Supplied records Block Start

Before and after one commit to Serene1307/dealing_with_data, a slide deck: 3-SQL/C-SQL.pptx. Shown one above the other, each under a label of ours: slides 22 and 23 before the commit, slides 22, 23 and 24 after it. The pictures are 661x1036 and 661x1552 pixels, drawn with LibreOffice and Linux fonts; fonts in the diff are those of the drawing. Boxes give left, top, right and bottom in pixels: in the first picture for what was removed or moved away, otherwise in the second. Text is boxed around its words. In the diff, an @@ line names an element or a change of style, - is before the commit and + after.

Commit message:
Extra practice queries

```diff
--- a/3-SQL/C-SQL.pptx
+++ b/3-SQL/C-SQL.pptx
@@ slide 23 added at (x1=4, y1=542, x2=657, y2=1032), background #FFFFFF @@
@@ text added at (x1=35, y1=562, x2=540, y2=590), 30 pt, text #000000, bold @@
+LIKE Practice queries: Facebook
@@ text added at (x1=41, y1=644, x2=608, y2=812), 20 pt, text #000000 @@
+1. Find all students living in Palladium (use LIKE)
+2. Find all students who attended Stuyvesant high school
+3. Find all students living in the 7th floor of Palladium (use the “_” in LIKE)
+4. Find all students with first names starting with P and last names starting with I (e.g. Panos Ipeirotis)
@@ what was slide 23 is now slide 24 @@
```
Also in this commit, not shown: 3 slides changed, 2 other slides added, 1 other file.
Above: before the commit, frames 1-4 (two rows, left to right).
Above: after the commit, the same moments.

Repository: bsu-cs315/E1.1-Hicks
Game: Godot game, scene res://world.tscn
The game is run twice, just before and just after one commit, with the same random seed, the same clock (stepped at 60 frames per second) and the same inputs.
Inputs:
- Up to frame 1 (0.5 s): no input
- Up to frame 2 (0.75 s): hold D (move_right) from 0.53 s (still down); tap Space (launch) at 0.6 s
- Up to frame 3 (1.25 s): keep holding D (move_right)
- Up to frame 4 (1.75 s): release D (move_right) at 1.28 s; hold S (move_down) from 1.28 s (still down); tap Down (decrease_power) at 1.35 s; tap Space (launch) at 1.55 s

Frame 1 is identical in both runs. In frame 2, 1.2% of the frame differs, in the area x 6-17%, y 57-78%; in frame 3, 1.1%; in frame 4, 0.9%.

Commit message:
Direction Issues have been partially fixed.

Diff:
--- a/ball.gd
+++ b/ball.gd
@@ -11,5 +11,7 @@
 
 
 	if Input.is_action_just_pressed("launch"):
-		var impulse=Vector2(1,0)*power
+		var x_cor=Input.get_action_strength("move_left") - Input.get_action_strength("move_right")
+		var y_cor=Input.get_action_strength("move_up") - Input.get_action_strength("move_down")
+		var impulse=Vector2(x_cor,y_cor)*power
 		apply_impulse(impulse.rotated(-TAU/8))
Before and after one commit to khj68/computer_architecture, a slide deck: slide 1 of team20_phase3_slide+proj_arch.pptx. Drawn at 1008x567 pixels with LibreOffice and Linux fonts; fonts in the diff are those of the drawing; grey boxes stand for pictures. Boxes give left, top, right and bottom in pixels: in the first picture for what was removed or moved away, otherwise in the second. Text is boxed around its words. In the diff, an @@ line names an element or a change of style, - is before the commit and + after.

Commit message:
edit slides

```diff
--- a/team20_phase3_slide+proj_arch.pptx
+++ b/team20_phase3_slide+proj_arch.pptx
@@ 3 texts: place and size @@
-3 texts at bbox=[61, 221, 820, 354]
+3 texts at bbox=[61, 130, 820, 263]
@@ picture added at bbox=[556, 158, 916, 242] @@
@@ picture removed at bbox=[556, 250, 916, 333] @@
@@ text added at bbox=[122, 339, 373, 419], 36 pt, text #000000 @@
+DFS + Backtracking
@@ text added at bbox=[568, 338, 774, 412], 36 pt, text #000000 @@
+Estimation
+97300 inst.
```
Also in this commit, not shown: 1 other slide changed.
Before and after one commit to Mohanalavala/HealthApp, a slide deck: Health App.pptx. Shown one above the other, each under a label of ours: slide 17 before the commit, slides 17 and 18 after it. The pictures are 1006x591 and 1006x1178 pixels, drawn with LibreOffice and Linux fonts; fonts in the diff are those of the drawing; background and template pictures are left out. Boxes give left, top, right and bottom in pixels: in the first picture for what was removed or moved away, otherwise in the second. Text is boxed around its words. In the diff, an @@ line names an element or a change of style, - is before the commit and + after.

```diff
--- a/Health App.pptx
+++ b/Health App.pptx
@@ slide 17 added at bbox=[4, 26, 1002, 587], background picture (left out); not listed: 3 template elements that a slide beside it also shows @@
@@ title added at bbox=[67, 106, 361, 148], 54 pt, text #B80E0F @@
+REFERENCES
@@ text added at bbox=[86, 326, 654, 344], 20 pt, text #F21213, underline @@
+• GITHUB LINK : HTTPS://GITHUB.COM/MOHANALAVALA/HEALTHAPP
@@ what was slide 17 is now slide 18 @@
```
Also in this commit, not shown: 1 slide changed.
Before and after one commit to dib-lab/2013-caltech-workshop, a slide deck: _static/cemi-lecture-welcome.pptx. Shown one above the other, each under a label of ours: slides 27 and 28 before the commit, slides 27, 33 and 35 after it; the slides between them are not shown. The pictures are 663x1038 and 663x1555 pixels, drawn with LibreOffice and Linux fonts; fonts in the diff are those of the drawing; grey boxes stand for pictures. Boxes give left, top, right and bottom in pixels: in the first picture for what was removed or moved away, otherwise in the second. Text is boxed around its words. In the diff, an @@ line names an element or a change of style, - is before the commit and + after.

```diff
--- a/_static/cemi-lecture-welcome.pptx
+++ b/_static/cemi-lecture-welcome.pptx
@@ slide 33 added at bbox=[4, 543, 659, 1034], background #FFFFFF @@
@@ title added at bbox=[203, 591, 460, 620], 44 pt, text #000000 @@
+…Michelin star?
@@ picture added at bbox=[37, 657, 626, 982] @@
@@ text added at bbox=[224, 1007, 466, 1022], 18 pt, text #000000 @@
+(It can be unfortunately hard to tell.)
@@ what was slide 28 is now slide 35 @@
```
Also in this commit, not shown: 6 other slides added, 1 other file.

Supplied records Block End

• **Exercise requirements**
Wherever the word "Space" appears in the listing above, copy the whole line.

• **Solution for this problem**
- Up to frame 2 (0.75 s): hold D (move_right) from 0.53 s (still down); tap Space (launch) at 0.6 s
- Up to frame 4 (1.75 s): release D (move_right) at 1.28 s; hold S (move_down) from 1.28 s (still down); tap Down (decrease_power) at 1.35 s; tap Space (launch) at 1.55 s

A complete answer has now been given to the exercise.